The measured average y values for each component are shown in the seventh column in Table 1. Since $y_{\mathrm{N}}$ and $y_{\mathrm{S}}$ are related to the location of a component and the amount of shift in the longitudinal phase, their values are different for different emission components. In general, the y value measured at the peak of a component exhibits a change between the non-shifted and shifted profiles. This means that the occurrence of the emission shift requires a change in the emission state across the profile. We find that the y values are slightly lower when the pulsar is emitting a shifted emission than when it is emitting a normal emission. The average y values as represented by the non-shifted and shifted profiles are $0.494$ and $0.488$, respectively. However, the emission states are not consistent across the two profiles, as illustrated by the y values in Table 1. Figure 4 shows the weighted average y values at all of the component peaks. We find that the values of $y_{\mathrm{N}}$ are similar for components 1, 2, and 7, but noticeable variation is seen across components 3–6. Similar variation is also seen in the values of $y_{\mathrm{S}}$. This indicates that significant variation in the emission conditions occurs around the middle part of the two profiles, but they become more consistent near the two edges. The changes in the y values at each component peak are also shown in Figure 4. Again, the change is not consistent but displays a decreasing trend towards later longitudinal phases, with the largest changes found around the first three components. This is consistent with observations that show the largest emission shift occurring around the leading edge of the profile. The smallest change occurs at components 5 and 7. The magnetic azimuthal angle at each component peak is given in column 5 in Table 1, and the corresponding height is derived from this using Equation (A13) by assuming that the emission comes from the last closed-field-lines. The emission height estimated at each of the component peaks is given in column 6 in Table 1. In five of the seven components, the emission height changes slightly to either lower (component 1) or higher (components 2–4 and 6) in the shifted profile.

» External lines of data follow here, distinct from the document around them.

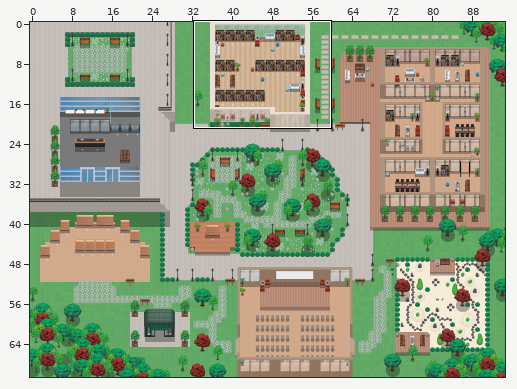
Tiled map (JSON) -- v2-wa-st-gobain.tmj. The picture above shows the old version from afar; the outline marks the close-up.
Close-up. Before the commit:
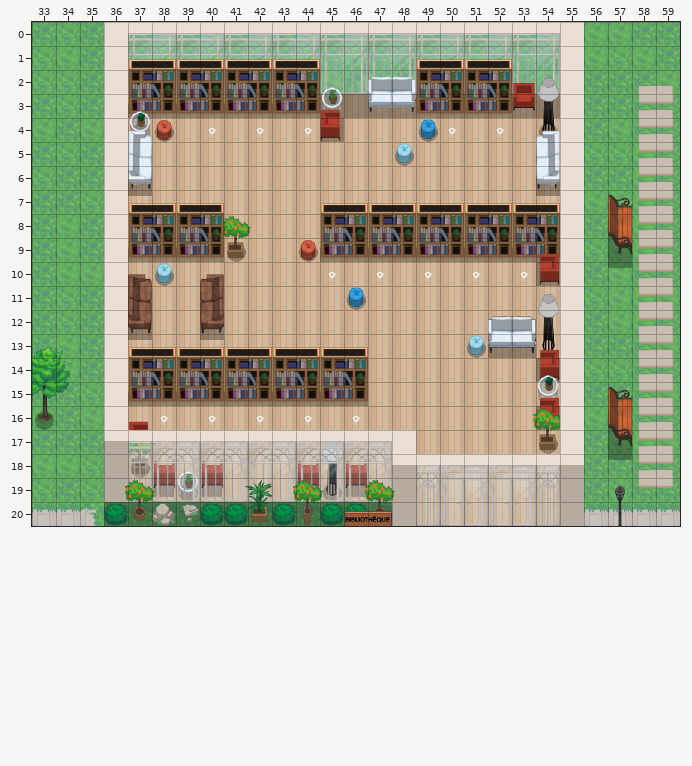
Cells are 32x32 px. Shown: x 33..59, y 0..20. The commit also changed other parts of the map, which this record leaves out.
Once edited:
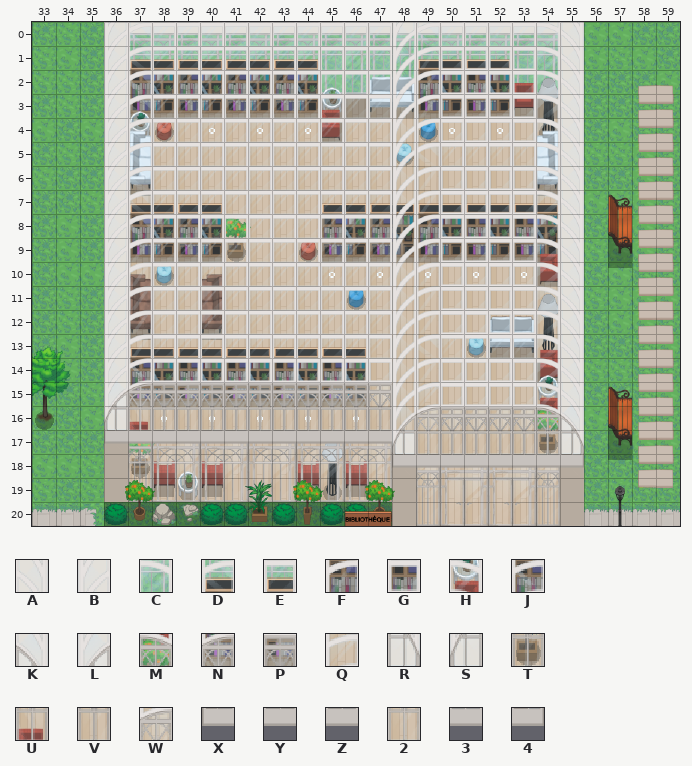
Key: from "Chunk 4": A 239, B 239 flipped left-right, C 240, D 240 flipped left-right, E 241, F 247, G 248; from "Chunk 5": H 7, J 7 flipped left-right, K 8, L 8 flipped left-right, M 9, N 9 flipped left-right, P 10, Q 11, R 12, S 12 flipped left-right, T 13, U 13 flipped left-right, V 14, W 15, X 16, Y 17, Z 18, 2 19, 3 20, 4 21.
_ is an empty cell, . an unchanged one.
Tiles of an added or newly shown layer are drawn over the layers below it.
See-through tiles are keyed as they look on the map.
Change:
--- layer "Roof/Roof1" (now shown)
@@ x 36..55 @@
- 0 ____________________
- 1 ____________________
- 2 ____________________
- 3 ____________________
- 4 ____________________
- 5 ____________________
- 6 ____________________
- 7 ____________________
- 8 ____________________
- 9 ____________________
-10 ____________________
-11 ____________________
-12 ____________________
-13 ____________________
-14 ____________________
-15 ____________________
-16 ____________________
-17 ____________________
-18 ............________
+ 0 BDEEEEEEEEEEBDEEEECA
+ 1 BDEEEEEEEEEEBFGGGGCA
+ 2 BDEEEEEEEEEEBFGGGGCA
+ 3 BDEEEEEEEEEEBFGGGGCA
+ 4 BDEEEEEEEEEEBFGGGGCA
+ 5 BDEEEEEEEEEEBDEEEECA
+ 6 BDEEEEEEEEEEBFGGGGCA
+ 7 BDEEEEEEEEEEBFGGGGCA
+ 8 BDEEEEEEEEEEBFGGGGCA
+ 9 BFEEEEEEEEEEBFGGGGCA
+10 BFEEEEEEEEEEBFGGGGCA
+11 BFEEEEEEEEEEBFGGGGCA
+12 BFEEEEEEEEEEBFGGGGCA
+13 BFEEEEEEEEEEBDEEEECA
+14 BJGGGGGGGGGGBFGGGGCA
+15 LNPPPPPPPPPPBQGGGGHA
+16 SUVVVVVVVVVVLWPPPPMK
+17 XYZZZZZZZZZZS2VVVVTR
+18 ............XYZZZZ34
Pixel boxes of the changes (left, top, right, bottom) in both close-ups:
added: (104, 22, 584, 468)

The average heights are 251 km and 254 km for the emissions that form the non-shifted and shifted profiles, respectively, which are consistent with the overall heights predicted from the observations [13].

4. Properties of the Emission Shift

Based on the arrangements of the Gaussian components shown in Table 1, we explore the implications of a change in the emission state as an interpretative tool for the emission shift in order to reveal the emission conditions underlying the phenomenon.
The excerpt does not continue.